夜明け前に消えなくては

「秘伝忍術・氷花牢 凍結封印!!」

 サスケの呪印に白雪の切っ先を軽く突き立てる。パキパキとサスケの腕に薄氷が張って花のような模様を浮かべる。赤黒かった呪印が先の方から引いていく。元の印に戻ったところで薄氷は解け、封印術は完了だ。
 棺一族がその名に「棺」を冠す理由はこの秘伝の封印術にある。複雑でチャクラの消費も激しいが、効果は絶大…のはずだ。
 ザクは動けない二人を抱えて大人しく退散する。巻物も置いていってくれた。
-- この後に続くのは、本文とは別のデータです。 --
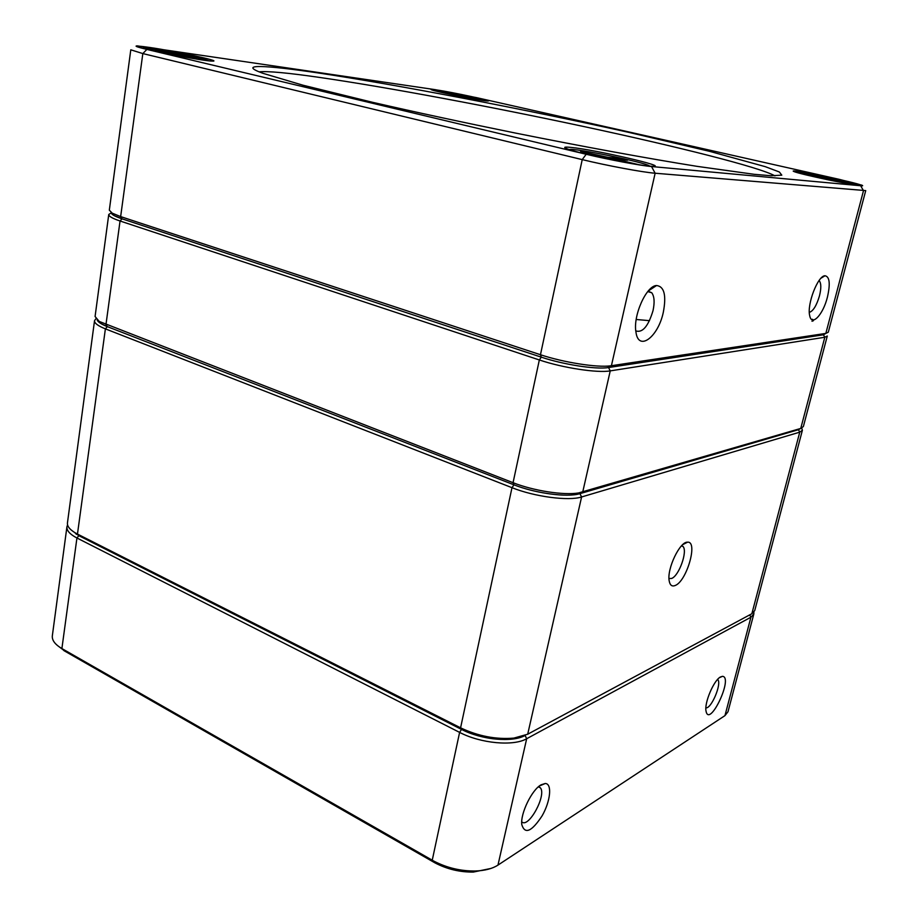 <?xml version="1.0" encoding="UTF-8"?>
<svg xmlns="http://www.w3.org/2000/svg" width="918" height="918" viewBox="0 0 918 918"><rect width="100%" height="100%" fill="white"/><g stroke="black" fill="none" stroke-linecap="round" stroke-linejoin="round"><path stroke-width="1.38" d="M59.463 647.029L63.09 649.772M490.969 868.439L473.309 872.077C459.849 872.226 447.112 869.185 435.098 862.943L63.962 650.655L61.896 648.556L433.766 861.073C446.825 867.843 460.664 871.159 475.294 870.998C484.807 870.677 492.369 868.715 497.969 865.1L724.956 715.627L727.997 711.748L753.827 614.004L750.924 617.217L526.68 738.726C513.495 746.472 480.688 743.477 459.608 732.392L76.94 537.994C69.894 534.31 66.555 530.57 66.934 526.771L67.576 524.866M70.881 529.743L78.845 535.676L461.513 729.408C481.514 739.874 512.577 742.731 525.107 735.444L511.957 739.128C495.031 740.562 478.221 737.326 461.513 729.408L78.845 535.676L70.881 529.743M720.389 677.002L722.466 676.325C733.792 676.853 709.166 728.892 705.999 710.968C704.278 702.775 713.779 680.387 720.389 677.002M541.092 784.81L545.258 783.49C552.338 783.593 550.513 801.23 542.102 815.85C531.591 831.777 524.809 834.669 521.768 824.513C520.403 813.314 531.924 789.744 541.092 784.81M66.934 526.771L52.337 635.818C51.867 640.282 55.057 644.516 61.896 648.556L76.94 537.994L78.845 535.676L77.468 534.069L460.584 727.836C478.232 736.19 495.984 739.61 513.839 738.106L527.701 734.216L751.853 613.729L754.745 610.539L802.401 430.232L799.762 432.16L581.599 496.971C568.69 501.239 534.609 496.764 511.992 487.688L105.386 328.862C97.951 325.89 94.336 323.17 94.531 320.692L95.897 318.753M753.885 612.145L753.827 614.004M521.734 821.794C528.355 828.954 546.807 795.195 540.404 787.839L538.614 786.623M705.885 707.858C711.301 708.948 721.927 683.749 717.807 679.63L717.612 679.412M827.405 297.191C823.09 314.702 811.684 326.865 809.699 315.643C806.738 304.558 817.869 275.561 824.995 275.756C829.654 276.628 830.457 283.765 827.405 297.191M663.289 312.407C658.068 337.227 638.389 351.984 635.945 332.006C632.869 315.849 646.283 285.682 656.554 285.521C664.276 286.427 666.525 295.389 663.289 312.407M527.701 734.216L581.599 496.971L579.924 493.654L575.988 494.515C561.896 496.948 533.312 492.518 513.942 484.819C535.389 493.391 567.645 497.648 579.924 493.654L798.43 429.704L579.924 493.654L582.723 492.037L610.24 370.883C597.503 373.19 562.768 367.9 539.336 359.959L120.051 220.997C112.421 218.427 108.657 216.258 108.749 214.502L95.082 316.515L99.19 321.415L513.059 482.696C533.519 490.809 563.732 495.49 578.581 492.943L800.748 428.431L803.376 426.526L827.29 336.034L824.812 337.262L610.24 370.883L608.519 367.544L607.682 367.659C595.025 369.495 563.021 364.469 541.299 357.159C563.526 364.653 596.402 369.69 608.519 367.544L823.446 334.795L608.519 367.544L611.411 365.72L825.833 333.406L828.3 332.201L865.731 190.6L655.142 173.227C642.715 172.297 606.97 165.642 582.23 159.617L142.829 53.577L130.792 49.813L109.322 210.176L112.225 213.16L120.648 216.602L540.461 354.727C563.388 362.426 597.228 367.751 610.539 365.834L611.411 365.72L655.142 173.227L651.528 166.537L860.659 185.746C862.931 185.941 863.299 185.746 861.75 185.138L839.281 179.354L476.442 97.618L435.281 89.666L137.47 45.9C133.948 45.877 137.08 47.047 146.869 49.423L586.2 154.27C608.382 159.617 640.316 165.596 651.528 166.537M570.916 147.408C595.254 149.68 671.953 167.397 651.998 166.273C640.007 166.089 577.927 153.317 567.083 148.808C562.963 147.201 564.249 146.731 570.916 147.408M149.783 47.472C175.441 51.156 223.659 61.655 212.23 61.093C204.439 61.242 146.869 50.283 139.043 47.139C135.749 45.843 139.329 45.946 149.783 47.472M436.314 89.895C452.608 92.213 495.284 101.439 487.573 100.991C482.742 101.129 435.97 91.766 431.483 89.78C429.945 89.161 431.552 89.195 436.314 89.895M795.585 171.046C808.907 172.24 871.63 186.228 860.063 185.482C853.201 185.436 799.899 174.202 794.081 171.586C792.498 170.955 793.003 170.782 795.585 171.046M317.479 72.843C398.091 84.858 525.199 109.345 629.048 132.433L709.568 151.332L765.268 166.663L779.348 171.987L781.803 175.166L771.074 175.751L754.126 174.305L697.221 166.376C648.624 158.607 583.137 146.65 515.182 133.007C463.464 122.496 416.003 112.283 372.788 102.357L302.894 85.19L262.72 73.245C236.66 63.686 264.786 65.029 317.479 72.843M433.686 862.151L432.24 860.223L459.608 732.392L461.513 729.408L460.584 727.836L511.992 487.688L513.942 484.819L107.349 326.636L513.942 484.819L513.059 482.696L539.336 359.959L541.299 357.159L122.037 218.828L114.05 215.558L111.296 212.597C111.055 214.261 114.635 216.338 122.037 218.828L541.299 357.159L540.461 354.727L582.23 159.617L586.2 154.27M774.953 175.866C759.266 167.087 676.646 146.455 584.376 126.661C491.52 106.775 388.05 87.359 319.762 77.456C287.873 72.843 267.643 70.973 259.094 71.845M636.197 319.487L649.519 320.669M150.713 49.423L143.77 48.516M635.795 330.893C642.508 333.073 648.246 326.349 653.008 310.709C654.798 302.332 654.373 296.342 651.734 292.739L648.062 291.201M809.332 312.372C813.199 311.11 816.584 305.591 819.487 295.825C821.266 288.493 821.243 283.536 819.418 280.965L819.028 280.61M812.396 319.257C813.945 320.29 813.796 320.933 811.948 321.185M94.531 320.692L67.45 522.893C67.094 526.129 69.584 529.388 74.909 532.658L77.468 534.069L105.386 328.862L107.349 326.636L100.923 323.584L97.159 320.003C98.031 322.092 101.428 324.306 107.349 326.636L105.96 324.628L120.051 220.997L122.037 218.828L120.648 216.602L142.829 53.577L146.869 49.423M108.749 214.502L111.273 212.781M751.853 613.729L799.762 432.16L798.43 429.704L800.748 428.431L824.812 337.262L823.446 334.795L825.833 333.395L863.494 190.692L860.659 185.746M208.868 60.829C203.394 58.178 148.682 47.725 142.37 48.149M160.639 52.383L170.943 53.887L155.291 50.157L160.18 50.88L175.808 54.598L196.498 58.029L180.548 55.723L190.428 58.063M183.026 56.755L168.074 53.91M179.917 56.021L180.548 55.723M649.646 166.101C647.615 162.842 572.339 147.373 569.286 149.577M594.095 155.968L603.883 156.932L580.635 151.401L607.796 157.311L620.625 158.573L627.591 160.225L614.842 158.986L638.572 164.632M630.918 163.37L610.94 158.607L602.254 157.77M614.073 159.353L614.842 158.986M603.883 156.932L604.859 158.022M620.775 159.56L620.625 158.573M607.945 158.321L607.796 157.311M856.322 185.069C849.907 182.464 804.306 172.871 797.57 172.687M820.233 178.138L803.996 174.133L824.984 178.608L832.052 179.297L837.698 180.571L830.664 179.894L845.65 183.279M837.996 181.833L826.521 179.492M832.27 180.054L832.052 179.297M825.144 179.205L824.984 178.608M483.648 100.567C476.924 98.375 442.361 91.456 435.293 90.893M453.389 94.979L441.914 92.179L468.478 97.182L472.667 98.123L463.005 96.723L468.731 98.019M461.731 96.665L459.207 96.172M675.212 585.489C671.976 586.809 669.956 585.236 669.176 580.784C666.789 568.885 679.963 541.322 687.548 542.182C698.311 541 686.767 581.255 675.212 585.489M798.43 429.704L800.611 428.499M801.712 428.086L802.401 430.232M668.981 578.535L671.62 578.455C679.01 575.884 687.789 551.282 683.038 546.497L681.73 545.602M724.956 715.627L750.924 617.217L749.708 614.888M525.107 735.444L526.68 738.726L497.969 865.1M823.446 334.795L825.833 333.406M538.396 786.806L540.404 787.839M473.309 872.077L475.294 870.998M435.098 862.943L433.766 861.073M719.425 677.679L722.466 676.325M539.417 785.969L545.258 783.49M647.741 291.58L651.734 292.739M607.682 367.659L610.539 365.834M114.05 215.558L112.225 213.16M821.013 278.2L824.995 275.756M648.177 291.063L656.554 285.521M100.923 323.584L99.19 321.415M575.988 494.515L578.581 492.943M76.412 534.333L74.909 532.658M511.957 739.128L513.839 738.106M681.454 545.889L683.038 546.497M682.74 544.615L687.548 542.182"/></g></svg>

私たちの巻物は燃やされてしまったからこれで振り出しに戻るわけだ。
 みんなが手当を受ける中、ルリアは考え込んでいた。そこに、この森に居る下忍たちではない、もっと洗練された動きの人間がいることに気付いた。私に出来ることは、ひとつしかなさそうだ。ふらり、と立ち上がって、印を結ぶ。

「全員木に登れ!」
「秘伝・氷雪崩<こおりなだれ>!!」

 頭上に氷の小さな粒が山のようにできて、ルリアを中心に雪崩が起きる。ネジの指示で咄嗟に飛び上がった木ノ葉の下忍たちは何事かとルリアを見下ろす。ルリアが上を見上げる。音の忍がかわいいと思える殺気だった。それに、普段冬の薄雲の張った空のような静かな瞳に花の文様が浮かび上がっていた。
 瞳術の使い手というのは少ないうえに、血継限界の形質だ。ここには木ノ葉、いや、世界の中でも極めて有名な写輪眼のうちは一族と白眼の日向一族が居る。食い入るように見つめられ、それを睨み返すルリア。先に目をそらしたのは、ルリアだった。そっと視線を伏せて、木ノ葉の額当てを取る。足元に残る氷にざくりと埋まった。次いで首布を引き裂いて真っ直ぐ横に線が引かれた霧隠れの額当てが露になる。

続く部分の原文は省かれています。